И Стивен Байерли, стиснув зубы, на глазах у тысяч людей, смотревших на него с площади, и миллионов, глядевших на экраны телевизоров, размахнулся и нанес ему могучий удар в челюсть. Тощий человек упал навзничь без сознания. Лицо его выражало одно лишь бессмысленное изумление.
Байерли сказал:
— Мне очень жаль… Возьмите его в дом и устройте поудобнее. Когда я освобожусь, я хочу с ним поговорить.
И когда доктор Кэлвин, развернув свою машину, отъехала, только один репортер успел прийти в себя настолько, чтобы броситься за ней и выкрикнуть вопрос, который она не расслышала.
Обернувшись, Сьюзен Кэлвин прокричала:
— Он — человек!
Этого было достаточно. Репортер понесся прочь.
Вся остальная часть речи была произнесена, но ее никто не услышал.
…Доктор Кэлвин и Стивен Байерли встретились еще раз — за неделю до того, как он принял присягу, вступая в должность мэра. Было уже далеко за полночь.
Доктор Кэлвин сказала:
— Вы как будто не устали.
Новый мэр улыбнулся:
— Я могу еще задержаться. Только не говорите Куинну.
— Не скажу. Кстати, у Куинна была интересная версия. Жаль, что вы ее опровергли. Вы, вероятно, знаете, в чем она заключалась?
— Частично.
— Она была в высшей степени драматической.
Стивен Байерли был молодой юрист, хороший оратор, большой идеалист и увлекался биофизикой. Кстати, вы интересуетесь роботехникой, мистер Байерли?
— Только с юридической стороны.
— А тот Стивен Байерли интересовался. Но произошла автомобильная катастрофа. Жена Байерли погибла. Ему пришлось еще хуже. Его ноги были искалечены, лицо изуродовано; он лишился голоса, пострадал отчасти и его рассудок. Он отказался от пластической операции и удалился от мира. Его карьера погибла, у него остался только его ум и руки. Каким-то образом ему удалось достать позитронный мозг, самый сложный, способный решать этические проблемы. А это высшее достижение роботехники. Он нарастил тело вокруг такого мозга. Он сделал из него все, чем он мог бы быть сам. Он послал его в мир в качестве Стивена Байерли, а сам остался старым учителем-калекой, которого никто никогда не видел…

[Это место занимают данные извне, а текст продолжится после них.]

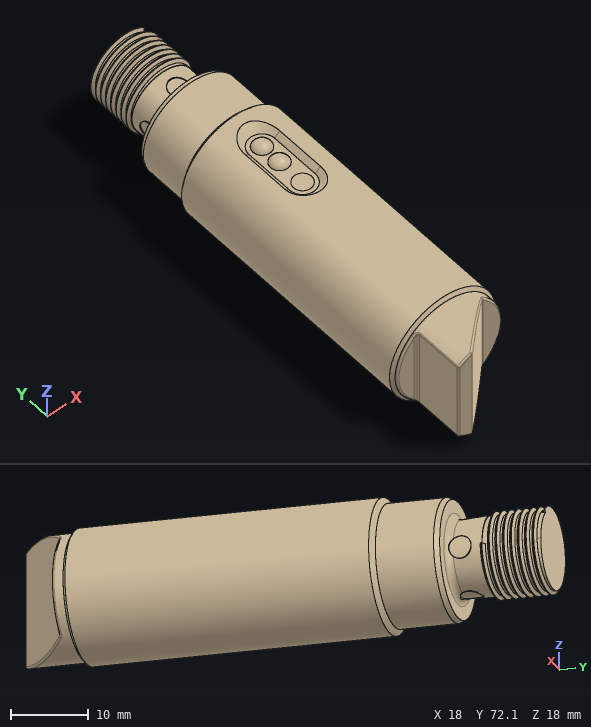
import cadquery as cq
import math

length = 72.1
rear_y = length / 2
tip_y = -length / 2

barrel_radius = 18.0 / 2
barrel_rear_y = 14.65
rear_bevel_length = 0.65
barrel_front_y = -27.05
front_bevel_length = 0.4
tip_joint_y = barrel_front_y - front_bevel_length
collar_radius = 16.4 / 2
collar_rear_radius = 15.7 / 2
collar_rear_y = 23.2
collar_bevel_length = 0.7
tip_radius = 16.9 / 2

thread_root_radius = 10.5 / 2
thread_crest_radius = 11.5 / 2
thread_front_y = 28.1
thread_pitch = 1.0
thread_root_width = 0.8
thread_crest_width = 0.11
thread_embed = 0.1
thread_front_margin = 0.1
neck_rear_radius = 5.3
neck_front_radius = 5.1
neck_fillet = 0.95

window_radius = 3.0 / 2
window_y = 25.1
window_face_radius = 5.08
window_count = 4

blade_side_x = -5.05
blade_end_x = -2.7
blade_foot_x = 5.05
left_step_y = -27.9
right_step_y = -29.0
blade_root_fillet = 0.5
tip_edge_round = 0.3

pocket_floor_z = 7.65
pocket_floor_radius = 2.15
pocket_rear_y = 8.6
pocket_front_y = 0.6
pocket_wall_angle = 45.0

insert_radius = 3.0 / 2
insert_depth = 0.7
dome_height = 1.0
light_ys = [pocket_rear_y, 5.1]
button_y = pocket_front_y


def make_turned_body():
    """Revolve the barrel, collar and neck as one profile of (radius, y) points."""
    fillet_y = collar_rear_y + neck_fillet
    fillet_mid = neck_fillet * (1 - math.sqrt(0.5))
    profile = (
        cq.Workplane("XY")
        .moveTo(0, tip_joint_y)
        .lineTo(tip_radius, tip_joint_y)
        .lineTo(barrel_radius, barrel_front_y)
        .lineTo(barrel_radius, barrel_rear_y - rear_bevel_length)
        .lineTo(collar_radius, barrel_rear_y)
        .lineTo(collar_radius, collar_rear_y - collar_bevel_length)
        .lineTo(collar_rear_radius, collar_rear_y)
        .lineTo(neck_front_radius + neck_fillet, collar_rear_y)
        .threePointArc(
            (neck_front_radius + fillet_mid, collar_rear_y + fillet_mid),
            (neck_front_radius, fillet_y),
        )
        .lineTo(neck_rear_radius, thread_front_y)
        .lineTo(thread_root_radius, thread_front_y)
        .lineTo(thread_root_radius, rear_y)
        .lineTo(0, rear_y)
        .close()
    )
    return profile.revolve(360, (0, 0, 0), (0, 1, 0))


def make_thread():
    """Sweep a V ridge along a helix, then turn its axis from Z to Y and trim it at the rear face."""
    start = thread_front_y + thread_front_margin
    helix_length = rear_y - start
    base_radius = thread_root_radius - thread_embed
    path = cq.Wire.makeHelix(thread_pitch, helix_length, thread_root_radius)
    ridge = (
        cq.Workplane("XZ")
        .polyline([
            (base_radius, -thread_root_width / 2),
            (thread_crest_radius, -thread_crest_width / 2),
            (thread_crest_radius, thread_crest_width / 2),
            (base_radius, thread_root_width / 2),
        ])
        .close()
        .sweep(cq.Workplane(path), isFrenet=True)
    )
    ridge = ridge.rotate((0, 0, 0), (1, 0, 0), -90).translate((0, start, 0))
    keep = cq.Workplane("XZ", origin=(0, rear_y, 0)).circle(barrel_radius).extrude(length)
    return ridge.intersect(keep)


def make_tip_cutters():
    """Solids that leave the wedge blade standing between two flat steps."""
    reach = 2 * barrel_radius
    below = tip_y - 0.7
    overrun = 0.7 / (right_step_y - tip_y)
    slope_x = blade_end_x - overrun * (blade_foot_x - blade_end_x)
    left = (
        cq.Workplane("XY")
        .moveTo(-reach, below)
        .lineTo(blade_side_x, below)
        .lineTo(blade_side_x, left_step_y - blade_root_fillet)
        .radiusArc((blade_side_x - blade_root_fillet, left_step_y), -blade_root_fillet)
        .lineTo(-reach, left_step_y)
        .close()
    )
    right = cq.Workplane("XY").polyline([
        (slope_x, below),
        (blade_foot_x, right_step_y),
        (reach, right_step_y),
        (reach, below),
    ]).close()
    return [side.extrude(barrel_radius, both=True) for side in (left, right)]


def make_tip():
    """Wedge-bladed tip with every edge forward of its joint to the barrel rounded."""
    tip = cq.Workplane("XZ", origin=(0, tip_joint_y, 0)).circle(tip_radius).extrude(tip_joint_y - tip_y)
    for cutter in make_tip_cutters():
        tip = tip.cut(cutter)
    front_edges = cq.selectors.BoxSelector(
        (-barrel_radius, tip_y - 0.7, -barrel_radius),
        (barrel_radius, left_step_y + tip_edge_round, barrel_radius),
    )
    return tip.edges(front_edges).fillet(tip_edge_round)


def make_pocket():
    """Slot with walls that flare outward from the floor."""
    straight = pocket_rear_y - pocket_front_y
    depth = barrel_radius - pocket_floor_z + 0.7
    return (
        cq.Workplane("XY", origin=(0, (pocket_rear_y + pocket_front_y) / 2, pocket_floor_z))
        .slot2D(straight + 2 * pocket_floor_radius, 2 * pocket_floor_radius, 90)
        .extrude(depth, taper=-pocket_wall_angle)
    )


def make_window_cutters():
    """Round pockets whose floor is a cylinder just inside the neck surface."""
    neck_core = cq.Workplane("XZ", origin=(0, window_y, 0)).circle(window_face_radius)
    neck_core = neck_core.extrude(2 * window_radius, both=True)
    bore = (
        cq.Workplane("XY", origin=(0, window_y, 0))
        .circle(window_radius)
        .extrude(barrel_radius)
        .cut(neck_core)
    )
    turn = 360 / window_count
    return [bore.rotate((0, 0, 0), (0, 1, 0), i * turn) for i in range(window_count)]


def make_plug(y):
    """Flush round plug seated in the pocket floor."""
    plane = cq.Workplane("XY", origin=(0, y, pocket_floor_z - insert_depth))
    return plane.circle(insert_radius).extrude(insert_depth)


def make_light(y):
    """Indicator light: a seated plug topped by a spherical cap."""
    top_z = pocket_floor_z + dome_height
    return (
        cq.Workplane("XZ", origin=(0, y, 0))
        .moveTo(0, pocket_floor_z - insert_depth)
        .lineTo(insert_radius, pocket_floor_z - insert_depth)
        .lineTo(insert_radius, pocket_floor_z)
        .radiusArc((0, top_z), -(insert_radius**2 + dome_height**2) / (2 * dome_height))
        .close()
        .revolve(360, (0, 0, 0), (0, 1, 0))
    )


def make_housing():
    """Sensor housing with all its recesses."""
    body = make_turned_body().union(make_thread()).union(make_tip())
    cutters = [make_pocket()] + make_window_cutters()
    cutters += [make_plug(y) for y in light_ys + [button_y]]
    for cutter in cutters:
        body = body.cut(cutter)
    return body


housing = make_housing()
lights = [make_light(y) for y in light_ys]
button = make_plug(button_y)

result = cq.Compound.makeCompound([housing.val(), *[light.val() for light in lights], button.val()])

— К несчастью, — сказал новый мэр, — я все это опроверг, ударив человека. Судя по газетам, ваш официальный приговор гласил, что я человек.

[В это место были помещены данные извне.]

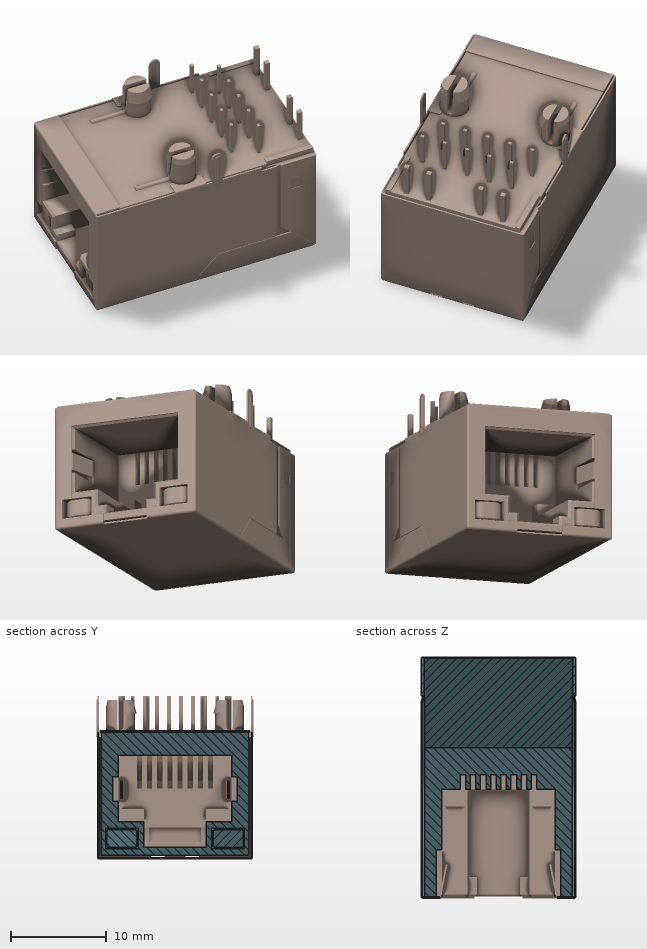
import cadquery as cq
import math


SIDES = (-1, 1)

length = 25.3
half_width = 8.12
sheet = 0.18
bend = 0.25
overall_top = 17.05
root = 0.25
core_bottom = 0.38
core_top = 13.25
core_half_width = 7.77
core_split = 15.79

shield_top = core_top + sheet
inner_half_width = half_width - sheet
rear_inner = length - sheet

port_half_width = 5.92
port_top = 10.85
shelf_z = 3.92
shelf_half_gap = 3.26
sill_z = 2.15
sill_half_gap = 2.28
floor_z = 1.25
port_bevel = 0.23
port_end = 11.38

window_half_width = port_half_width + port_bevel
window_top = port_top + port_bevel
notch_half_width = sill_half_gap + port_bevel

light_x = 5.57
pocket_width = 3.35
pocket_bottom = 1.1
pocket_top = 3.2
pocket_depth = 3.04

peg_x = 5.72
peg_y = 10.83

spring_bottom = 6.32
spring_top = 8.15
spring_end = 3.55


def block(x0, x1, y0, y1, z0, z1):
    """Axis-aligned block between two X, two Y and two Z values, in any order."""
    return (
        cq.Workplane("XY")
        .box(abs(x1 - x0), abs(y1 - y0), abs(z1 - z0))
        .translate(((x0 + x1) / 2, (y0 + y1) / 2, (z0 + z1) / 2))
    )


def both_sides(shape):
    """The shape together with its mirror image across the YZ plane."""
    return shape.union(shape.mirror("YZ"))


lip_length = 2.83
lip_half_width = 7.82
rear_wall_top = 12.78
side_relief_y = 18.98

flap_edge = 21.18
joggle_start = 20.37
bottom_flap_top = 2.93
bottom_flap_front = 14.02
bottom_flap_rear = 22.35
seam = 0.05


def shield_shell():
    shell = block(-half_width, half_width, 0, length, 0, shield_top)
    shell = shell.edges("|Z").fillet(bend)
    shell = shell.faces("<Z").edges().fillet(bend)
    shell = shell.faces(">Z").edges("<Y").fillet(bend)
    shell = shell.cut(block(-inner_half_width, inner_half_width, sheet, rear_inner, sheet, core_top))
    shell = shell.cut(block(-half_width, half_width, lip_length, length, core_top, shield_top))
    shell = shell.cut(both_sides(block(lip_half_width, half_width, 0, length, core_top, shield_top)))
    return shell.cut(block(-half_width, half_width, side_relief_y, length, rear_wall_top, shield_top))


def front_window():
    """Opening for the port and both lights, with a notch through the bottom edge."""
    pocket_outer = light_x + pocket_width / 2
    depth = 2 * bend
    port = block(-window_half_width, window_half_width, 0, depth, pocket_bottom, window_top)
    lights = block(-pocket_outer, pocket_outer, 0, depth, pocket_bottom, pocket_top - seam)
    notch = block(-notch_half_width, notch_half_width, 0, bend, 0, pocket_bottom)
    return port.union(lights).union(notch)


def rear_slots():
    """Slots beside the tongue that joins the rear panel to the bottom."""
    tongue_half_width = 1.11
    slot_top = core_bottom
    relief = 0.1
    slots = block(tongue_half_width, notch_half_width, rear_inner, length, sheet, slot_top)
    corner = block(inner_half_width, half_width, rear_inner - relief, rear_inner, sheet, slot_top)
    return both_sides(slots.union(corner))


def side_prism(points):
    """YZ outline extruded through the right side wall."""
    return (
        cq.Workplane("YZ", origin=(inner_half_width, 0, 0))
        .polyline(points)
        .close()
        .extrude(sheet)
    )


def side_seams():
    """Gaps around the bottom flap, and the window that shows the joggled inner sheet."""
    rise = bottom_flap_top - bend
    front_foot = bottom_flap_front - rise
    rear_foot = bottom_flap_rear + rise
    bottom_seam = side_prism([
        (front_foot, bend),
        (bottom_flap_front, bottom_flap_top),
        (bottom_flap_rear, bottom_flap_top),
        (rear_foot, bend),
        (rear_foot + seam, bend),
        (bottom_flap_rear + seam, bottom_flap_top + seam),
        (bottom_flap_front - seam, bottom_flap_top + seam),
        (front_foot - seam, bend),
    ])
    joggle_window = side_prism([
        (joggle_start, bottom_flap_top),
        (bottom_flap_rear, bottom_flap_top),
        (flap_edge, bottom_flap_top + bottom_flap_rear - flap_edge),
        (flap_edge, rear_wall_top),
        (joggle_start, rear_wall_top),
    ])
    return both_sides(bottom_seam.union(joggle_window))


def joggled_sheet():
    """Rear end of a side wall, stepped inward by one sheet in an S bend behind the rear flap."""
    overlap = 0.13
    mid_y = (joggle_start + flap_edge) / 2
    deep = inner_half_width - sheet
    sheet_plan = (
        cq.Workplane("XY", origin=(0, 0, bottom_flap_top + seam))
        .moveTo(half_width, joggle_start - overlap)
        .lineTo(half_width, joggle_start)
        .tangentArcPoint((half_width - sheet / 2, mid_y), relative=False)
        .tangentArcPoint((inner_half_width, flap_edge), relative=False)
        .lineTo(inner_half_width, rear_inner)
        .lineTo(deep, rear_inner)
        .lineTo(deep, flap_edge)
        .tangentArcPoint((inner_half_width - sheet / 2, mid_y), relative=False)
        .tangentArcPoint((inner_half_width, joggle_start), relative=False)
        .lineTo(inner_half_width, joggle_start - overlap)
        .close()
    )
    return sheet_plan.extrude(rear_wall_top - bottom_flap_top - seam)


def latch_recess():
    """Shallow square recesses in the rear flaps."""
    size = 1.35
    centre_y = 23.0
    centre_z = 9.72
    corner = 0.15
    depth = 0.05
    recess = block(half_width - depth, half_width, centre_y - size / 2, centre_y + size / 2,
                   centre_z - size / 2, centre_z + size / 2)
    return both_sides(recess.edges("|X").fillet(corner))


def peg_tab():
    """Tab folded from a side wall onto the housing, cut away around the peg."""
    tab_half_length = 1.77
    tab_inner = 6.6
    tab_bend = 0.15
    corner = 0.25
    clearance_radius = 1.65
    tab = block(tab_inner, half_width, peg_y - tab_half_length, peg_y + tab_half_length,
                core_top, shield_top)
    tab = tab.edges("|Z and <X").fillet(corner).edges("|Y and >X and >Z").fillet(tab_bend)
    clearance = (
        cq.Workplane("XY", origin=(peg_x, peg_y, core_top)).circle(clearance_radius).extrude(sheet)
    )
    return tab.cut(clearance)


def ground_post(shield):
    """Adds the round-ended posts on both side walls, with their embossed stiffening ribs."""
    post_y = 13.9
    post_width = 1.21
    rib_width = 0.58
    rib_bottom = 12.73
    rib_top = 16.77
    rib_height = 0.08
    rib_slope = 45.0
    post_radius = post_width / 2
    post = block(inner_half_width, half_width, post_y - post_radius, post_y + post_radius,
                 core_top - root, overall_top - post_radius)
    cap = (
        cq.Workplane("YZ", origin=(inner_half_width, post_y, overall_top - post_radius))
        .circle(post_radius)
        .extrude(sheet)
    )

    def rib(base_x):
        return (
            cq.Workplane("YZ", origin=(base_x, post_y, (rib_bottom + rib_top) / 2))
            .slot2D(rib_top - rib_bottom, rib_width, 90)
            .extrude(rib_height, taper=rib_slope)
        )

    shield = shield.union(both_sides(post.union(cap)))
    shield = shield.union(both_sides(rib(half_width)))
    return shield.cut(both_sides(rib(inner_half_width)))


def side_spring():
    """Leaf spring bent from the window edge into the port."""
    tip_x = 5.35
    shoulder_x = 6.02
    return (
        cq.Workplane("XY", origin=(0, 0, spring_bottom))
        .polyline([
            (window_half_width + sheet, 0),
            (window_half_width, 0),
            (shoulder_x, sheet),
            (tip_x, spring_end),
            (tip_x + sheet, spring_end + seam),
            (shoulder_x + sheet, sheet),
            (window_half_width + sheet, sheet),
        ])
        .close()
        .extrude(spring_top - spring_bottom)
    )


def make_shield():
    shield = shield_shell()
    shield = shield.cut(front_window()).cut(rear_slots())
    shield = shield.cut(side_seams()).cut(latch_recess())
    shield = shield.union(both_sides(joggled_sheet()))
    shield = shield.union(both_sides(peg_tab())).union(both_sides(side_spring()))
    return ground_post(shield)


def port_outline(offset, y):
    """Stepped port outline, grown by an offset, on the plane at the given Y."""
    right = [
        (port_half_width + offset, port_top + offset),
        (port_half_width + offset, shelf_z - offset),
        (shelf_half_gap + offset, shelf_z - offset),
        (shelf_half_gap + offset, sill_z - offset),
        (sill_half_gap + offset, sill_z - offset),
        (sill_half_gap + offset, floor_z - offset),
    ]
    left = [(-x, z) for x, z in reversed(right)]
    return cq.Workplane("XZ", origin=(0, y, 0)).polyline(right + left).close()


def port_cavity():
    sill_end = 2.23
    stop_front = 9.61
    stop_top = 5.25
    latch_half_width = 2.7
    latch_top = 3.3
    latch_step_end = 12.15
    latch_end = 12.65
    front = sheet
    cavity = port_outline(0, front).extrude(front - port_end)
    bevel = port_outline(port_bevel, front).extrude(-port_bevel, taper=45)
    behind_sills = block(-shelf_half_gap, shelf_half_gap, sill_end, port_end, floor_z, shelf_z)
    latch_step = block(-shelf_half_gap, shelf_half_gap, port_end, latch_step_end, floor_z, latch_top)
    latch_pocket = block(-latch_half_width, latch_half_width, port_end, latch_end, floor_z, latch_top)
    stop = block(shelf_half_gap, port_half_width, stop_front, port_end, shelf_z, stop_top)
    cavity = cavity.union(bevel).union(behind_sills).union(latch_step).union(latch_pocket)
    return cavity.cut(both_sides(stop))


def contact_slots():
    """Row of slots in the port's rear wall, each with a ceiling sloping up to the front."""
    count = 8
    pitch = 1.05
    width = 0.53
    bottom = 7.35
    slope_start = 8.15
    end = 13.15
    outline = [(port_end, bottom), (end, bottom), (end, slope_start), (port_end, port_top)]
    slot = cq.Workplane("YZ", origin=(-width / 2, 0, 0)).polyline(outline).close().extrude(width)
    slots = cq.Workplane("XY")
    for index in range(count):
        slots = slots.union(slot.translate(((index - (count - 1) / 2) * pitch, 0, 0)))
    return slots


def spring_recess():
    """Recess in the port's side wall behind a side spring."""
    bottom = 6.07
    top = 8.58
    end = 5.05
    depth = 0.55
    return block(port_half_width, port_half_width + depth, sheet, end, bottom, top)


def light_pocket():
    return block(light_x - pocket_width / 2, light_x + pocket_width / 2,
                 sheet, pocket_depth, pocket_bottom, pocket_top)


peg_slot_width = 0.6
peg_slot_bottom = 13.5


def board_peg():
    """Right-hand split peg: slotted post with sloping front and rear flats and an inward barb."""
    radius = 3.0 / 2
    top = 16.67
    top_radius = 1.35
    shoulder_z = 16.01
    barb_radius = 1.67
    barb_bottom = 15.23
    barb_top = 15.38
    flat_slope = 4.8
    base_half_depth = 1.5

    post_half = [(0, core_top), (radius, core_top), (radius, shoulder_z), (top_radius, top), (0, top)]
    barb_half = [(0, barb_bottom), (barb_radius, barb_bottom), (barb_radius, barb_top),
                 (top_radius, top), (0, top)]
    post = cq.Workplane("XZ").polyline(post_half).close().revolve(360, (0, 0), (0, 1))
    barb = cq.Workplane("XZ").polyline(barb_half).close().revolve(360, (0, 0), (0, 1))
    inward = block(-2 * radius, 0, -2 * radius, 2 * radius, core_top, top)
    peg = post.union(barb.intersect(inward))

    top_half_depth = base_half_depth - (top - core_top) * math.tan(math.radians(flat_slope))
    flats = (
        cq.Workplane("YZ", origin=(-2 * radius, 0, 0))
        .polyline([(-base_half_depth, core_top), (base_half_depth, core_top),
                   (top_half_depth, top), (-top_half_depth, top)])
        .close()
        .extrude(4 * radius)
    )
    slot_radius = peg_slot_width / 2
    slot = (
        cq.Workplane("XZ", origin=(0, 2 * radius, 0))
        .moveTo(-slot_radius, top)
        .lineTo(-slot_radius, peg_slot_bottom + slot_radius)
        .threePointArc((0, peg_slot_bottom), (slot_radius, peg_slot_bottom + slot_radius))
        .lineTo(slot_radius, top)
        .close()
        .extrude(4 * radius)
    )
    return peg.intersect(flats).cut(slot).translate((peg_x, peg_y, 0))


def peg_rail():
    """Half-round rail on top of the housing, running from the peg towards the front."""
    rail_front = 5.52
    rail_rear = peg_y - 1.26
    radius = peg_slot_width / 2
    rod = (
        cq.Workplane("XZ", origin=(peg_x, rail_front, peg_slot_bottom - radius))
        .circle(radius)
        .extrude(rail_front - rail_rear)
    )
    return rod.intersect(block(0, half_width, 0, length, core_top - sheet, shield_top + sheet))


def make_housing():
    housing = block(-core_half_width, core_half_width, sheet, core_split, core_bottom, core_top)
    housing = housing.cut(port_cavity()).cut(contact_slots())
    housing = housing.cut(both_sides(spring_recess())).cut(both_sides(light_pocket()))
    return housing.union(both_sides(board_peg().union(peg_rail())))


def pin(x, y, width, depth):
    return block(x - width / 2, x + width / 2, y - depth / 2, y + depth / 2, core_top - root, overall_top)


def add_edge_rails(module):
    """Adds the raised rails along the module's top edges and cuts the shoulders outside them."""
    front = 19.73
    inner = 7.05
    outer = 7.62
    rail = block(inner, outer, front, rear_inner, core_top - root, shield_top)
    shoulder = block(outer, core_half_width, front, rear_inner, rear_wall_top, core_top)
    return module.union(both_sides(rail)).cut(both_sides(shoulder))


def make_module():
    module = block(-core_half_width, core_half_width, core_split, rear_inner, core_bottom, core_top)
    module = add_edge_rails(module)
    row_count = 5
    signal_pitch = 2.53
    stagger = signal_pitch / 4
    for row_y, shift in ((17.13, -stagger), (19.68, stagger)):
        for index in range(row_count):
            x = (index - (row_count - 1) / 2) * signal_pitch + shift
            module = module.union(pin(x, row_y, 0.4, 0.3))
    light_pin_y = 24.5
    light_pin_size = 0.5
    for x in (2.93, 5.46):
        for side in SIDES:
            module = module.union(pin(side * x, light_pin_y, light_pin_size, light_pin_size))
    return module


def make_light(side):
    """Light with a flat front between two rounded sides, filling the end of its pocket."""
    half = 1.6
    corner = 1.05
    bottom = 1.2
    top = 3.1
    front = 0.25
    edge = 0.15
    light = block(-half, half, front, pocket_depth, bottom, top)
    light = light.edges("|Z and <Y").fillet(corner)
    for face in (">Z", "<Z"):
        light = light.faces(face).edges("not >Y").chamfer(edge)
    return light.translate((side * light_x, 0, 0))


shield = make_shield()
housing = make_housing()
module = make_module()
lights = [make_light(side) for side in SIDES]

result = cq.Compound.makeCompound(
    [shield.val(), housing.val(), module.val(), *[light.val() for light in lights]]
)

— Как это случилось? Расскажите мне. Это не могло быть случайностью.
— Ну, это была не совсем случайность. Большую часть работы проделал Куинн. Мои люди качали потихоньку распространять слух, что я ни разу в жизни не ударил человека; что я не способен ударить человека; что если я не сделаю этого, когда меня будут провоцировать, это, наверное, докажет, что я робот. Поэтому я устроил свое глупое публичное выступление, вокруг которого была создана такая шумиха, и почти неизбежно какой-нибудь дурак должен был клюнуть. По сути дела, это был дешевый трюк. В таких случаях все зависит от искусственно созданной атмосферы. Конечно, эмоциональный эффект обеспечил мое избрание, чего я и добивался. Робопсихолог кивнула.
— Я вижу, что вы вторгаетесь в мою область, — вероятно, это неизбежно для любого политического деятеля. Но я жалею, что получилось именно так. Я люблю роботов. Я люблю их гораздо больше, чем людей. Если бы был создан робот, способный стать общественным деятелем, он был бы самым лучшим из них. По законам роботехники, он не мог бы причинять людям зла, был бы чужд тирании, подкупа, глупости или предрассудков. И прослужив некоторое время, он ушел бы в отставку, хотя он и бессмертен, — ведь для него было бы невозможно огорчить людей, дав им понять, что ими управляет робот. Это было бы почти идеально.